The MP3Pro is developed by Coding Technologies Inc. founded in 1997. This company deals in development and marketing of codecs based on the SBR (Spectral Band Replication) technology. Coding Technologies collaborates with Fraunhofer Institute and Thomson Multimedia and has a number of respectable investors such as Heinz Gerhauser, Head of Fraunhofer Institute. Therefore, Coding Technologies has access to all projects of Fraunhofer, and the name of MP3Pro was given by Thomson Multimedia which was engaged in its promotion together with RCA.

Nitty-gritty details

MP3Pro is an mp3 codec based on the SBR technology. This technology was developed as it was necessary to transfer digital music through the Internet in a real time mode, and it was needed for mobile computers and various portable digital players. A limited data rate or a small memory size make possible to use only low bitrates for sound compression into MP3 or AAC formats. Speedier connection methods such as ISDN or xDSL do not provide a constant data flow because of often overloads on the Internet.

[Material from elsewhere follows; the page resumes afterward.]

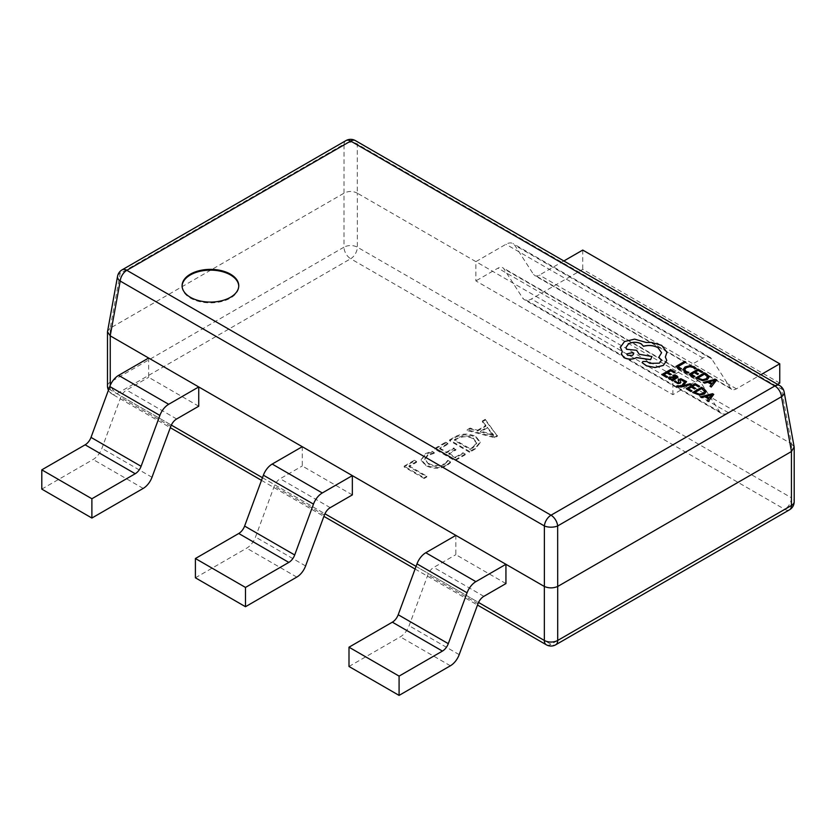 <?xml version="1.0" encoding="UTF-8"?>
<svg xmlns="http://www.w3.org/2000/svg" width="836" height="836" viewBox="0 0 836 836"><rect width="100%" height="100%" fill="white"/><g stroke="black" fill="none" stroke-linecap="round" stroke-linejoin="round"><path stroke-width="0.63" stroke-dasharray="4.18 3.13" d="M182.102 286.111A28.33 16.354 0 0 0 182.091 286.497A28.33 16.354 0 0 0 190.389 298.065A28.33 16.354 0 0 0 221.268 301.608A28.33 16.354 0 0 0 238.762 286.497A28.33 16.354 0 0 0 238.751 286.111M779.58 385.511A9.447 5.455 120 0 1 781.493 389.043L791.473 443.832L475.883 261.637L357.306 193.168L357.306 144.147L781.493 389.043A9.447 5.392 169.7 0 1 784.147 392M777.564 384.341L728.449 412.702A14.17 8.182 -60 0 1 721.363 413.402A14.17 8.182 -60 0 1 719.639 411.73L700.861 382.543A9.447 5.455 120 0 0 699.711 381.425A9.447 5.455 120 0 0 694.988 381.895L672.896 394.655L475.883 280.906L475.883 261.637L505.937 244.279A14.17 8.182 -60 0 1 513.022 243.579A14.17 8.182 -60 0 1 514.746 245.251L533.525 274.438A9.447 5.455 120 0 0 534.674 275.556A9.447 5.455 120 0 0 539.398 275.086L563.861 260.968M672.896 394.655L672.896 375.374L702.951 358.027A14.17 8.182 -60 0 1 710.025 357.317A14.17 8.182 -60 0 1 711.76 358.999L730.539 388.186A9.447 5.455 120 0 0 731.688 389.294A9.447 5.455 120 0 0 736.401 388.834L760.865 374.706M779.748 383.087L582.734 269.349L531.445 298.964A14.17 8.182 -60 0 1 524.36 299.664A14.17 8.182 -60 0 1 522.636 297.992L503.857 268.805A9.447 5.455 120 0 0 502.708 267.687A9.447 5.455 120 0 0 497.984 268.157L475.883 280.906M582.734 250.069L582.734 269.349M345.947 140.605A9.447 5.455 -120 0 0 344.024 144.147A9.447 6.531 180 0 1 357.306 144.147A9.447 5.455 -60 0 0 355.394 140.605M791.473 443.832L794.148 446.936M117.542 276.329A9.447 5.392 -169.7 0 1 120.185 273.372L344.024 144.147L343.993 193.189C348.455 190.901 352.886 190.901 357.306 193.168M107.489 385.981A9.447 5.455 180 0 1 110.247 382.125L343.993 247.174L343.993 193.189L110.216 328.161L120.185 273.372A9.447 5.455 -120 0 1 122.108 269.84M505.937 583.58L455.85 554.665L455.85 535.385M352.343 494.902L302.256 465.986L302.256 446.706M198.738 406.223L148.651 377.297L148.651 358.027M348.999 666.48L400.298 636.865A14.17 8.182 120 0 0 409.107 625.715L427.886 574.844A9.447 5.455 -60 0 1 433.759 567.414L455.85 554.665M195.405 577.801L246.693 548.176A14.17 8.182 120 0 0 255.502 537.036L274.281 486.165A9.447 5.455 -60 0 1 280.154 478.735L302.256 465.986M41.8 489.112L93.099 459.497A14.17 8.182 120 0 0 101.908 448.357L120.687 397.487A9.447 5.455 -60 0 1 126.56 390.057L148.651 377.297M424.145 478.505L404.112 466.937L414.374 461.012L416.568 462.287L408.992 466.655L426.83 476.948L424.145 478.505L424.145 477.732L404.112 466.164L404.112 466.937M444.376 464.565L447.782 461.117L450.468 462.674L446.549 465.851C439.778 469.142 432.839 469.048 425.723 465.589L421.177 460.291L425.231 454.46L432.024 452.025L434.229 453.29L427.802 455.515L424.782 459.497L428.575 464.137C433.414 466.843 438.681 466.99 444.376 464.565L447.782 460.343L447.782 461.117M453.708 448.744L455.913 450.008L448.827 454.105L455.421 457.909L462.998 453.54L465.192 454.805L454.93 460.73L434.898 449.162L445.651 442.955L447.845 444.229L439.778 448.88L446.623 452.83L453.708 448.744L453.708 447.971L455.913 449.235L455.913 450.008M469.592 452.266L449.559 440.697L455.003 437.552C461.587 434.083 468.568 434.009 475.945 437.322L480.115 442.746L475.245 449.005L469.592 452.266L469.592 451.492L449.559 439.924L449.559 440.697M470.083 428.847L477.607 430.989L485.883 426.214L482.299 421.793L485.225 420.1L497.441 436.183L494.755 437.74L467.146 430.54L470.083 428.847L470.083 428.084L477.607 430.216L477.607 430.989M107.541 331.275L110.216 328.161M477.607 430.216L485.883 425.44L485.883 426.214M485.883 425.44L482.299 421.03L482.299 421.793M482.299 421.03L485.225 419.338L485.225 420.1M485.225 419.338L497.441 436.183M497.441 435.42L494.755 436.967L494.755 437.74M494.755 436.967L467.146 429.777L467.146 430.54M467.146 429.777L470.083 428.084M491.84 434.208L493.564 434.835L487.189 427.227L480.481 431.104L491.84 434.208L491.84 434.981L493.564 435.598L487.189 428.001L480.481 431.867L491.84 434.981M480.481 431.104L480.481 431.867M487.189 427.227L487.189 428.001M492.54 433.8L492.54 434.574M493.564 434.835L493.564 435.598M449.559 439.924L455.003 436.789C461.587 433.309 468.568 433.236 475.945 436.549L480.115 441.972L475.245 448.232L469.592 451.492M473.03 446.967L476.708 442.756L473.207 438.064C468.181 435.316 462.872 435.295 457.282 438.001L454.439 439.642L470.083 448.671L473.03 446.967L473.03 447.741L476.708 443.529L473.207 438.837C468.181 436.089 462.872 436.068 457.282 438.775L454.439 440.415L470.083 449.444L473.03 447.741M455.003 436.789L455.003 437.552M475.945 436.549L475.945 437.322M475.245 448.232L475.245 449.005M473.207 438.064L473.207 438.837M470.083 448.671L470.083 449.444M454.439 439.642L454.439 440.415M457.282 438.001L457.282 438.775M455.913 449.235L448.827 453.331L448.827 454.105M448.827 453.331L455.421 457.135L455.421 457.909M455.421 457.135L462.998 452.767L462.998 453.54M462.998 452.767L465.192 454.032L465.192 454.805M465.192 454.032L454.93 459.957L454.93 460.73M454.93 459.957L434.898 448.389L434.898 449.162M434.898 448.389L445.651 442.181L445.651 442.955M445.651 442.181L447.845 443.456L447.845 444.229M447.845 443.456L439.778 448.106L439.778 448.88M439.778 448.106L446.623 452.057L446.623 452.83M446.623 452.057L453.708 447.971M447.782 460.343L450.468 461.9L450.468 462.674M450.468 461.9L446.549 465.077L446.549 465.851M446.549 465.077C439.778 468.369 432.839 468.285 425.723 464.816L425.723 465.589M425.723 464.816L421.177 459.518L425.231 454.46M425.231 453.687L432.024 451.252L432.024 452.025M432.024 451.252L434.229 452.516L434.229 453.29M434.229 452.516L427.802 454.742L427.802 455.515M427.802 454.742L424.782 458.724L428.575 464.137M428.575 463.363C433.414 466.07 438.681 466.216 444.376 463.802M404.112 466.164L414.374 460.239L414.374 461.012M414.374 460.239L416.568 461.514L416.568 462.287M416.568 461.514L408.992 465.882L408.992 466.655M408.992 465.882L426.83 476.186L426.83 476.948M426.83 476.186L424.145 477.732M681.476 368.697L678.027 366.628M685.781 362.145L684.642 361.486L675.812 366.586M688.895 372.459L686.032 371.477L684.694 369.637M696.054 368.321L694.329 366.91L689.784 365.781L685.081 367.025L683.022 369.585M694.967 376.482L691.424 374.361M698.488 373.922L695.406 372.062M702.585 371.842L698.039 369.219L689.209 374.319M709.147 377.161L706.974 374.382L704.455 372.929L695.625 378.018M697.841 378.06L702.595 379.826L706.106 378.886L707.632 376.89M711.457 384.372L709.983 386.316M716.713 380.004L715.491 379.304L703.306 382.46M709.273 381.885L712.147 383.62L714.174 380.558M667.567 376.827L664.024 374.706M671.099 374.277L668.006 372.407M675.185 372.198L670.639 369.575L661.809 374.674M677.965 377.172L676.857 375.907L674.098 374.998L673.022 375.615M672.426 379.743L671.58 380.307M675.854 376.367L675.582 377.997L673.45 377.067L669.302 377.046L668.507 378.133M670.096 378.123L670.514 377.642L670.66 378.907L672.374 379.304L674.662 378.447M675.54 380.955L674.401 381.686M678.916 382.616L676.752 382.428L675.54 381.028M680.222 381.091L679.689 380.161M680.828 382.47L680.222 381.174M684.308 380.537L680.849 378.792L678.1 380.004M691.372 384.455L690.222 383.797L683.158 385.668M686.555 381.676L685.321 380.965L681.507 386.023L676.366 386.399M692.009 390.945L688.477 388.824M695.542 388.385L692.448 386.525M699.638 386.316L695.092 383.693L686.262 388.792M706.201 391.624L704.027 388.844L701.508 387.392L692.678 392.492M694.883 392.533L699.648 394.289L703.16 393.359L704.675 391.363M708.51 398.845L707.037 400.778M713.766 394.467L712.544 393.766L700.349 396.922M706.326 396.358L709.2 398.093L711.227 395.02M666.762 360.431L665.383 357.066M661.401 360.368L659.385 363.232L649.969 363.451L646.824 361.56L642.936 361.56L642.142 362.657M661.579 352.75L658.883 357.285M651.975 356.638L639.174 354.318L636.593 350.368L626.551 349.354L625.976 347.41M622.245 351.705L621.347 353.973M666.929 352.75L661.642 345.477L651.662 342.541L646.134 342.541L634.587 339.207L624.482 341.631L620.26 347.452M626.676 353.983L627.69 355.436L632.58 355.436L633.594 353.994M791.431 443.811L791.431 497.796L357.348 247.174L357.348 193.189M694.988 381.895L497.984 268.157M700.861 382.543L503.857 268.805M719.639 411.73L522.636 297.992M728.449 412.702L531.445 298.964M736.401 388.834L539.398 275.086M730.539 388.186L533.525 274.438M711.76 358.999L514.746 245.251M702.951 358.027L505.937 244.279M110.247 385.365L110.247 389.837A9.447 5.455 120 0 0 112.212 394.153A9.447 5.455 120 0 0 116.936 393.693L350.671 258.742A9.447 5.455 -120 0 1 343.993 247.174A9.447 5.455 180 0 1 357.348 247.174A9.447 5.455 -60 0 1 350.671 258.742L784.753 509.354L551.018 644.305L116.936 393.693A9.447 5.455 -120 0 1 110.247 382.125L110.247 328.14M108.92 388.865A9.447 5.455 180 0 0 110.247 389.837L171.328 425.096M262.462 477.711L324.922 513.774M416.067 566.39L478.526 602.453M450.385 665.78L400.298 636.865M459.194 654.64L409.107 625.715M477.973 603.77L427.886 574.844M483.845 596.34L433.759 567.414M296.78 577.101L246.693 548.176M305.589 565.951L255.502 537.036M324.368 515.08L274.281 486.165M330.241 507.661L280.154 478.735M143.186 488.423L93.099 459.497M151.995 477.272L101.908 448.357M170.774 426.402L120.687 397.487M176.647 418.972L126.56 390.057M789.477 509.824A9.447 5.455 -120 0 1 784.753 509.354A9.447 5.455 120 0 0 791.431 497.796A9.447 5.455 180 0 1 794.2 501.642M546.295 644.775A9.447 5.455 -60 0 0 551.018 644.305A9.447 5.455 -120 0 0 555.741 644.775M182.091 286.497L182.091 285.724M699.711 381.425L502.708 267.687M721.363 413.402L524.36 299.664M731.688 389.294L534.674 275.556M710.025 357.317L513.022 243.579M108.45 390.14A9.447 9.447 0 0 0 112.212 394.153L170.293 427.687M261.49 480.345L323.898 516.376M415.095 569.023L477.492 605.055M238.762 286.497L238.762 285.724M480.115 441.972L480.115 442.746M476.708 442.756L476.708 443.529M421.177 459.518L421.177 460.291M424.782 458.724L424.782 459.497"/><path stroke-width="1.25" d="M230.464 274.166A28.33 16.354 0 0 0 199.585 270.613A28.33 16.354 0 0 0 182.091 285.724A28.33 16.354 0 0 0 190.389 297.292A28.33 16.354 0 0 0 221.268 300.845A28.33 16.354 0 0 0 238.762 285.724A28.33 16.354 0 0 0 230.464 274.166M238.751 286.111A28.33 16.354 0 0 0 230.464 274.929A28.33 16.354 0 0 0 199.888 271.313A28.33 16.354 0 0 0 182.102 286.111M760.865 374.706L779.748 363.806L779.748 383.087L777.564 384.341M779.748 363.806L582.734 250.069L563.861 260.968M779.58 385.511A9.447 9.447 0 0 1 784.147 392A9.447 5.392 169.7 0 1 781.493 396.713A9.447 5.455 -120 0 0 774.857 385.971L350.671 141.075L126.832 270.31L551.018 515.206L774.857 385.971A9.447 5.455 120 0 1 779.58 385.511L355.394 140.605A9.447 9.447 0 0 0 345.947 140.605L122.108 269.84A9.447 9.447 0 0 0 117.542 276.329L107.489 331.829L110.247 335.853L148.651 358.027L118.597 375.374A14.17 8.182 120 0 0 109.788 386.514L91.009 437.385A9.447 5.455 -60 0 1 85.136 444.815L41.8 469.842L41.8 489.112L91.887 518.038L143.186 488.423A14.17 8.182 120 0 0 151.995 477.272L170.774 426.402A9.447 5.455 -60 0 1 176.647 418.972L198.738 406.223L198.738 386.943L148.651 358.027M41.8 469.842L91.887 498.758L135.223 473.73A9.447 5.455 -60 0 0 141.096 466.3L159.875 415.429A14.17 8.182 120 0 1 168.684 404.29L198.738 386.943L352.343 475.621L322.288 492.968A14.17 8.182 120 0 0 313.479 504.118L294.7 554.979A9.447 5.455 -60 0 1 288.828 562.409L245.491 587.436L245.491 606.717L296.78 577.101A14.17 8.182 120 0 0 305.589 565.951L324.368 515.08A9.447 5.455 -60 0 1 330.241 507.661L352.343 494.902L352.343 475.621L505.937 564.3L475.883 581.647A14.17 8.182 120 0 0 467.073 592.797L448.295 643.668A9.447 5.455 -60 0 1 442.432 651.087L399.085 676.115L399.085 695.395L450.385 665.78A14.17 8.182 120 0 0 459.194 654.64L477.973 603.77A9.447 5.455 -60 0 1 483.845 596.34L505.937 583.58L505.937 564.3L544.372 586.485L544.372 525.948A9.447 5.455 120 0 1 551.018 515.206A9.447 5.455 -120 0 1 557.654 525.948L557.696 586.475L791.473 451.503L781.493 396.713L557.654 525.948A9.447 4.264 180 0 1 544.372 525.948L120.185 281.042A9.447 5.392 -169.7 0 1 117.542 276.329M784.147 392L794.148 446.936L791.473 451.503M455.85 535.385L425.796 552.732A14.17 8.182 120 0 0 416.986 563.872L398.208 614.742A9.447 5.455 -60 0 1 392.345 622.172L348.999 647.2L348.999 666.48L399.085 695.395M399.085 676.115L348.999 647.2M302.256 446.706L272.202 464.053A14.17 8.182 120 0 0 263.392 475.193L244.614 526.063A9.447 5.455 -60 0 1 238.741 533.493L195.405 558.521L195.405 577.801L245.491 606.717M245.491 587.436L195.405 558.521M91.887 498.758L91.887 518.038M557.654 586.485C553.233 588.325 548.803 588.325 544.372 586.485M685.781 362.072L684.642 361.413L675.812 366.513L680.473 369.272L681.476 368.697L677.965 366.586L685.781 362.072L678.027 366.628M680.473 369.198L681.476 368.613M675.812 366.513L680.473 369.272M683.022 369.449L684.851 371.895L687.809 373.086L688.895 372.375L686.032 371.403L684.694 369.554L686.346 367.6L689.919 366.607L693.305 367.432L694.862 369.01L696.054 368.321L694.329 366.826L689.784 365.708L685.081 366.952L683.022 369.543M683.022 369.522L684.851 371.978L687.809 373.086M687.809 373.013L688.895 372.375M684.694 369.637L686.346 367.683L689.919 366.68L693.305 367.506L694.862 369.01M694.862 368.937L696.054 368.248M693.953 377.057L694.967 376.399L691.351 374.319L694.329 372.605L697.485 374.507L698.488 373.838L695.333 372.02L698.164 370.39L701.571 372.438L702.585 371.769L698.039 369.146L689.209 374.246L693.953 377.057L694.967 376.399M691.424 374.361L694.329 372.678M694.329 372.605L697.485 374.507M697.485 374.423L698.488 373.838M695.406 372.062L698.164 370.463M698.164 370.39L701.571 372.438M701.571 372.354L702.585 371.769M689.209 374.246L693.953 376.984M695.625 377.945L702.721 380.61L707.34 379.481L709.137 376.9L706.974 374.298L704.455 372.846L695.625 378.018L702.721 380.693L707.34 379.554L709.137 376.984M704.581 374.089L697.767 378.018L702.595 379.743L706.106 378.812L707.632 376.817L704.581 374.089L697.841 378.06M707.632 376.89L704.581 374.173M711.248 386.964L716.713 379.931L715.491 379.22L703.306 382.376L704.56 383.107L707.82 382.198L711.499 384.32L709.983 386.232L711.248 387.037L716.713 379.931M709.179 381.833L712.147 383.546L714.958 380.223L709.179 381.833M709.983 386.232L711.248 387.037M703.306 382.376L704.56 383.181L707.82 382.282L711.457 384.372M714.937 380.275L709.273 381.885M666.553 377.412L667.567 376.754L663.951 374.674L666.929 372.96L670.085 374.852L671.099 374.277L667.933 372.375L670.765 370.745L674.171 372.783L675.185 372.125L670.639 369.502L661.809 374.591L666.553 377.412L667.567 376.754M664.024 374.706L666.929 373.034M666.929 372.96L670.085 374.852M670.085 374.779L671.099 374.194M668.006 372.407L670.765 370.818M670.765 370.745L674.171 372.783M674.171 372.71L675.185 372.125M661.809 374.591L666.553 377.339M673.022 375.542L675.854 376.294L675.582 377.924L673.45 376.994L669.302 376.973L668.507 378.06L669.469 379.189L672.552 379.669L671.58 380.234L672.687 380.871L677.965 377.13L676.857 375.834L674.098 374.915L673.022 375.542L676.428 376.994M668.507 378.039L669.469 379.262L672.52 379.732M671.611 377.276L670.106 378.175L670.66 378.833L672.374 379.22L674.746 378.405L671.611 377.276L670.106 378.259M670.514 377.642L670.106 378.175M671.58 380.234L672.687 380.944L677.965 377.13M675.854 376.367L676.428 377.026M674.662 378.447L671.611 377.349M674.401 381.613L678.08 383.578L680.159 383.201L680.828 382.386L680.034 379.68L682.082 379.889L683.231 381.08L684.308 380.464L680.849 378.718L678.111 379.837L678.916 382.616L676.752 382.355L675.54 380.955L674.401 381.613L678.08 383.661L680.828 382.407M679.689 380.161L680.985 379.596L683.231 381.153L684.308 380.464M678.633 381.111L678.916 382.689M678.111 379.92L678.633 381.185M691.372 384.382L690.222 383.724L683.085 385.668L686.555 381.676L685.321 380.892L681.507 385.95L677.348 385.751L676.366 386.326L676.982 386.859L681.256 386.995L691.372 384.455L681.256 386.995M683.461 385.291L686.555 381.603M676.366 386.326L681.256 386.922M691.006 391.53L692.009 390.872L688.404 388.782L691.372 387.068L694.528 388.97L695.542 388.385L692.386 386.493L695.207 384.853L698.624 386.901L699.638 386.242L695.092 383.609L686.262 388.709L691.006 391.53L692.009 390.872M688.477 388.824L691.372 387.152M691.372 387.068L694.528 388.97M694.528 388.897L695.542 388.312M692.448 386.525L695.207 384.936M695.207 384.853L698.624 386.901M698.624 386.828L699.638 386.242M686.262 388.709L691.006 391.447M692.678 392.418L699.763 395.083L704.393 393.955L706.19 391.373L704.027 388.771L701.508 387.319L692.678 392.492L699.763 395.156L704.393 394.028L706.19 391.447M701.623 388.562L694.82 392.492L699.648 394.216L703.16 393.275L704.675 391.279L701.623 388.562L694.883 392.533M704.675 391.363L701.623 388.635M708.301 401.437L713.766 394.393L712.544 393.693L700.349 396.849L701.613 397.57L704.873 396.672L708.552 398.793L707.037 400.705L708.301 401.51L713.766 394.393M706.232 396.306L709.2 398.009L712.011 394.686L706.232 396.306M707.037 400.705L708.301 401.51M700.349 396.849L701.613 397.654L704.873 396.745L708.51 398.845M711.99 394.749L706.326 396.358M620.281 347.024L622.287 351.663L621.347 353.931L623.98 357.568C628.17 359.564 632.35 359.564 636.53 357.568L650.596 359.605L651.975 356.554L639.174 354.234L636.593 350.284L626.551 349.27L625.976 347.41L628.567 343.763C632.747 341.778 636.928 341.778 641.118 343.763L643.501 346.229C648.694 344.881 653.501 345.341 657.942 347.609L661.579 352.708L658.883 357.212L661.412 360.326L659.385 363.158L649.969 363.367L646.824 361.486L642.936 361.486L642.142 362.615L646.51 365.802L655.048 367.464L663.335 365.363L666.762 360.4L665.341 357.024L666.919 352.207L661.642 345.393L651.662 342.457L646.134 342.457L634.587 339.123L624.482 341.558L620.26 347.483M666.929 352.75L666.919 352.207M627.69 355.363L632.58 355.363L633.594 353.952L632.58 352.531L626.676 353.941L627.69 355.363M642.142 362.657L646.51 365.875L655.048 367.547L663.335 365.436L666.762 360.473M658.883 357.212L661.401 360.368M625.976 347.452L628.567 343.847C632.747 341.851 636.928 341.851 641.118 343.847L643.501 346.303C648.694 344.954 653.501 345.414 657.942 347.682L661.579 352.75M621.347 353.931L623.98 357.651C628.17 359.647 632.35 359.647 636.53 357.651L650.596 359.679L651.975 356.554M620.281 347.107L622.287 351.747M665.341 357.108L666.919 352.29M633.594 353.994L632.58 352.614L626.676 353.983M345.947 140.605A9.447 5.455 -120 0 1 350.671 141.075A9.447 5.455 -60 0 1 355.394 140.605M557.696 586.475L557.696 640.449L791.431 505.498L791.431 451.524M110.216 335.832L120.185 281.042A9.447 5.455 -60 0 1 126.832 270.31A9.447 5.455 -120 0 0 122.108 269.84M110.247 335.853L110.247 385.365M171.328 425.096L262.462 477.711M324.922 513.774L416.067 566.39M478.526 602.453L544.34 640.449L544.34 586.475M475.883 581.647L425.796 552.732M467.073 592.797L416.986 563.872M448.295 643.668L398.208 614.742M442.432 651.087L392.345 622.172M322.288 492.968L272.202 464.053M313.479 504.118L263.392 475.193M294.7 554.979L244.614 526.063M288.828 562.409L238.741 533.493M168.684 404.29L118.597 375.374M159.875 415.429L109.788 386.514M141.096 466.3L91.009 437.385M135.223 473.73L85.136 444.815M794.2 501.642A9.447 5.455 180 0 1 791.431 505.498A9.447 5.455 -120 0 1 789.477 509.824A9.447 9.447 0 0 0 794.2 501.642L794.2 447.5M557.696 640.449A9.447 5.455 180 0 1 544.34 640.449A9.447 5.455 -60 0 0 546.295 644.775A9.447 9.447 0 0 0 555.741 644.775A9.447 5.455 -120 0 0 557.696 640.449M108.92 388.865A9.447 5.455 180 0 1 107.489 385.981L107.489 331.829M555.741 644.775L789.477 509.824M107.489 385.981A9.447 9.447 0 0 0 108.45 390.14M170.293 427.687L261.49 480.345M323.898 516.376L415.095 569.023M477.492 605.055L546.295 644.775"/></g></svg>

More or less acceptable quality is achieved with compression at 128 Kbit/s or higher. At a low bitrate there can be some troubles, for example, sometimes it becomes necessary to reduce a frequency range to transfer audio data, or artifacts sometimes appear after encoding. This shows that a psychoacoustic model is not enough for working with bitrates lower than 128 Kbit/s. The idea of the SBR technology is to narrow a little a frequency range at the encoding stage by cutting off highs which then can be restored at the decoding one according to information about lower frequencies.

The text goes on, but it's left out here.